Any observations would be appreciated.
My plan is to find all of the unique keys by iterating through the list of dictionaries and then sort these keys correctly so I can then create a csv file using the keys as column headings. I know that I can find the unique keys push that out and manually sort it and then read the sorted file back but that seems clumsy.

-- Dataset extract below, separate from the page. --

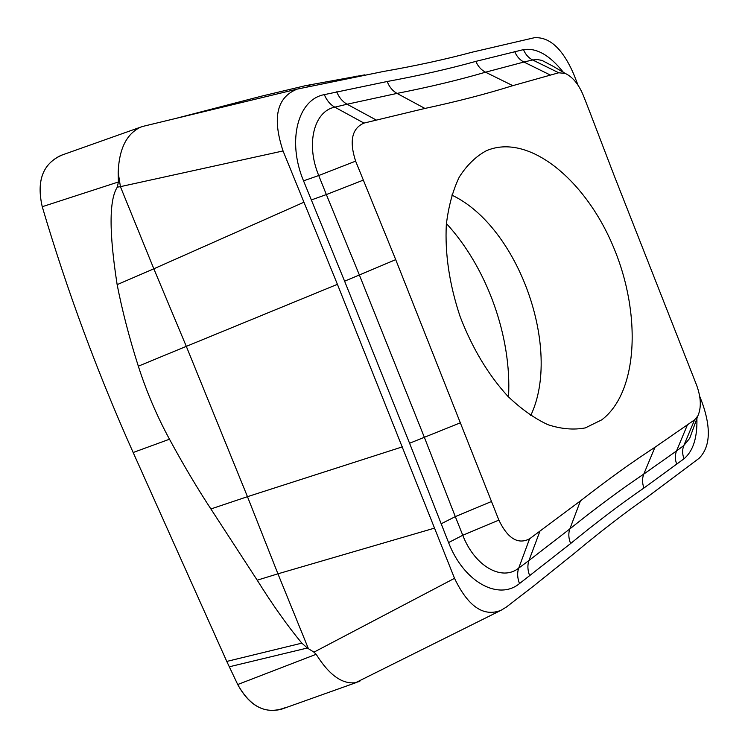 <?xml version="1.0" encoding="UTF-8"?>
<svg xmlns="http://www.w3.org/2000/svg" width="748" height="748" viewBox="0 0 748 748"><rect width="100%" height="100%" fill="white"/><g stroke="black" fill="none" stroke-linecap="round" stroke-linejoin="round"><path stroke-width="1.12" d="M316.17 654.276C329.083 675.033 342.266 684.485 355.721 682.644L501.057 610.284C483.573 617.212 468.061 606.563 454.522 578.326L313.945 652.163L316.17 654.276L237.714 684.523L226.784 661.428L133.163 452.512L226.775 661.428L237.714 684.523C249.131 705.458 263.745 713.676 281.566 709.197L283.053 708.665M307.353 648.011L308.4 648.684L277.938 573.819L257.209 580.186C272.515 604.711 287.391 625.693 301.837 643.149L307.353 648.011L229.262 666.795M313.945 652.163L308.4 648.684M62.252 154.948L60.897 155.425C42.617 164.167 36.4 181.259 42.243 206.71C67.002 290.439 97.305 372.373 133.163 452.512L169.487 439.216C183.372 464.807 197.173 488.051 210.889 508.958L257.209 580.186M62.477 154.873C43.047 163.064 36.306 180.333 42.243 206.71L118.39 181.979L117.296 187.15C109.068 199.912 109.021 232.413 117.146 284.642C122.111 310.224 129.17 337.413 138.324 366.193C146.514 391.662 156.902 416.01 169.487 439.216M143.326 126.272L140.661 127.123C126.534 133.845 119.044 148.974 118.193 172.508L118.39 181.979M364.874 74.837L305.736 85.609L262.38 95.95L174.901 118.652M355.721 682.644L359.704 681.119M358.386 681.783L360.48 680.736M501.057 610.284L506.2 607.18L533.735 585.927L574.623 553.099C600.307 531.697 624.552 513.025 647.347 497.065L699.137 458.262C710.198 447.014 711.264 428.604 702.325 403.032L699.698 396.309M454.522 578.326L337.413 284.324L283.053 150.956C272.066 117.745 276.816 97.118 297.293 89.087L383.406 71.481C415.86 65.805 445.415 59.382 472.091 52.201L534.362 37.718C549.658 36.755 562.786 48.91 573.744 74.211L578.045 85.197M118.193 172.508L120.409 186.654L117.296 187.15M589.274 110.639L613.986 175.144L696.687 385.37C701.072 397.562 701.465 407.725 697.865 415.879L694.602 419.834L654.949 447.276C631.639 462.414 606.796 480.3 580.42 500.926L529.575 538.831C517.99 544.806 507.752 538.56 498.869 520.112L395.711 259.64L355.627 161.147C349.129 141.017 351.915 128.329 363.986 123.093L424.929 108.441C457.168 101.522 486.452 93.921 512.791 85.655L558.737 72.771L565.413 73.51C572.753 77.053 578.709 84.328 583.281 95.314L589.274 110.639M601.803 419.815C638.306 392.046 641.466 313.758 613.687 247.588C586.367 181.222 530.388 133.845 488.164 150.002L486.116 150.862C475.681 156.566 466.724 165.327 459.235 177.136C452.802 190.581 448.501 206.383 446.332 224.531C444.817 253.722 449.398 284.362 460.076 316.469C472.212 348.054 488.126 374.645 507.817 396.234C521.019 408.885 534.362 418.366 547.873 424.668C561.159 429.043 573.641 430.119 585.329 427.903L601.803 419.815M508.518 396.964C511.875 337.011 487.06 267.719 446.416 223.53M42.243 206.71C67.002 290.439 97.305 372.373 133.163 452.512M237.714 684.523C250.552 707.412 266.531 715.079 285.652 707.505M563.356 72.304C549.799 55.202 536.512 47.638 523.497 49.611L475.859 61.373C449.211 68.816 419.647 75.52 387.193 81.504L324.323 94.631C297.891 99.362 286.83 140.82 303.529 180.848L344.604 281.192L409.577 443.246L448.566 542.581C463.835 582.178 498.57 600.878 519.505 583.571L570.63 543.525C596.53 522.3 620.971 503.797 643.944 488.014L684.018 458.776C693.106 451.109 697.398 437.711 696.893 418.571M117.146 284.642L153.836 268.794L120.409 186.654L283.053 150.956M337.413 284.324L186.308 346.361L153.836 268.794L303.669 202.343M402.592 446.79L247.466 496.681L277.938 573.819L434.401 528.163M138.324 366.193L186.308 346.361L247.466 496.681L210.889 508.958M226.775 661.428L301.837 643.149M183.41 116.604L182.69 116.651M223.54 106.179L226.167 106.272M305.736 85.609L310.925 86.085M356.431 76.184L357.675 76.221M684.018 458.776C682.241 454.064 682.176 449.651 683.822 445.528L689.712 438.291L692.667 430.184M529.715 575.829C527.574 570.275 527.331 565.17 528.967 560.504L569.854 528.901C595.988 507.911 620.634 489.641 643.785 474.092L676.538 450.932C674.892 455.083 674.967 459.534 676.753 464.284M687.337 425.07L676.538 450.932L683.822 445.528L694.602 419.834M654.949 447.276L643.785 474.092C642.093 478.402 642.139 483.04 643.944 488.014M580.42 500.926L569.854 528.901C568.256 533.38 568.517 538.261 570.63 543.525M448.566 542.581L462.769 535.259C474.765 566.432 502.02 581.579 518.719 568.115C517.083 572.809 517.345 577.961 519.505 583.571M529.575 538.831L518.719 568.115L528.967 560.504L539.841 531.435M311.215 199.997L326.352 194.573L359.339 274.909L424.191 436.888L455.308 516.625L441.058 523.843M491.445 501.525L455.308 516.625L462.769 535.259L498.869 520.112M460.749 422.648L409.577 443.246M395.711 259.64L344.604 281.192M324.323 94.631C326.689 100.363 330.186 104.542 334.795 107.16C313.982 111.2 305.605 144.018 318.732 175.528L303.529 180.848M355.627 161.147L318.732 175.528L326.352 194.573L363.21 180.156M514.727 51.593C516.7 56.418 519.757 59.905 523.918 62.037L485.527 72.201C458.935 79.971 429.436 87.039 397.02 93.407L347.1 104.224C342.509 101.635 339.05 97.502 336.703 91.826M376.122 119.961L347.1 104.224L334.795 107.16L363.986 123.093M424.929 108.441L397.02 93.407C392.616 90.929 389.334 86.964 387.193 81.504M512.791 85.655L485.527 72.201C481.216 69.975 477.991 66.376 475.859 61.373M552.473 65.927L542.029 60.429L537.588 59.588L532.623 59.962C528.49 57.848 525.451 54.398 523.497 49.611M558.737 72.771L532.623 59.962L523.918 62.037L550.182 74.978M451.755 195.069C518.336 226.298 562.337 349.166 530.715 415.561M60.915 155.425L140.661 127.123M281.594 709.179L357.002 682.298M142.746 126.421L297.293 89.087M697.865 415.879L692.76 429.922M552.716 66.067L565.413 73.51"/></g></svg>

Just supply a sufficiently clever function as the key when sorting.
>>> (lambda x: tuple(y(z) for (y, z)
in zip((int, str, str, int),
x.split('_')[1::2])))('Q_122_SUB_A_COLUMN_C_NUMB_1')
(122, 'A', 'C', 1)

You could use a regular expression to extract the different parts of the key and use those to sort with.
e.g.,
import re
names = '''Q_122_SUB_A_COLUMN_C_NUMB_1
Q_122_SUB_B_COLUMN_C_NUMB_1
Q_123_SUB_B_COLUMN_C_NUMB_1
Q_123_SUB_A_COLUMN_C_NUMB_17
Q_123_SUB_D_COLUMN_C_NUMB_1
Q_123_SUB_B_COLUMN_C_NUMB_17
Q_123_SUB_C_COLUMN_C_NUMB_1
Q_123_SUB_C_COLUMN_C_NUMB_17
Q_123_SUB_A_COLUMN_C_NUMB_1
Q_123_SUB_D_COLUMN_C_NUMB_17'''.split()
def key(name, match=re.compile(r'Q_(\d+)_SUB_(\w+)_COLUMN_(\w+)_NUMB_(\d+)').match):
# not sure what the actual order is, adjust the priorities accordingly
return tuple(f(value) for f, value in zip((str, int, int, str), match(name).group(3, 4, 1, 2)))
for name in names:
print name
names.sort(key=key)
print
for name in names:
print name
To explain the key-extracting process, we know the that the keys have a certain pattern. A regular expression works great here.
r'Q_(\d+)_SUB_(\w+)_COLUMN_(\w+)_NUMB_(\d+)'
# ^ ^ ^ ^
# digits letters letters digits
# group 1 group 2 group 3 group 4
In regular expressions, parts of the string wrapped in parens are groups. \d represents any decimal digit. + means that there should be one or more of the previous character. So \d+ means one or more decimal digits. \w corresponds to a letter.
Provided a string matches this pattern, we could get easy access to each grouping in that string using the group method. You could access multiple groups just by including more group numbers too
e.g.,
m = match('Q_122_SUB_B_COLUMN_C_NUMB_1')
# m.group(1) == '122'
# m.group(2) == 'B'
# m.group(3, 4) == ('C', '1')
This is similar to Ignacio's approach, only a lot more strict on the pattern. Once you can wrap your head around this, creating the appropriate key for sorting should be simple.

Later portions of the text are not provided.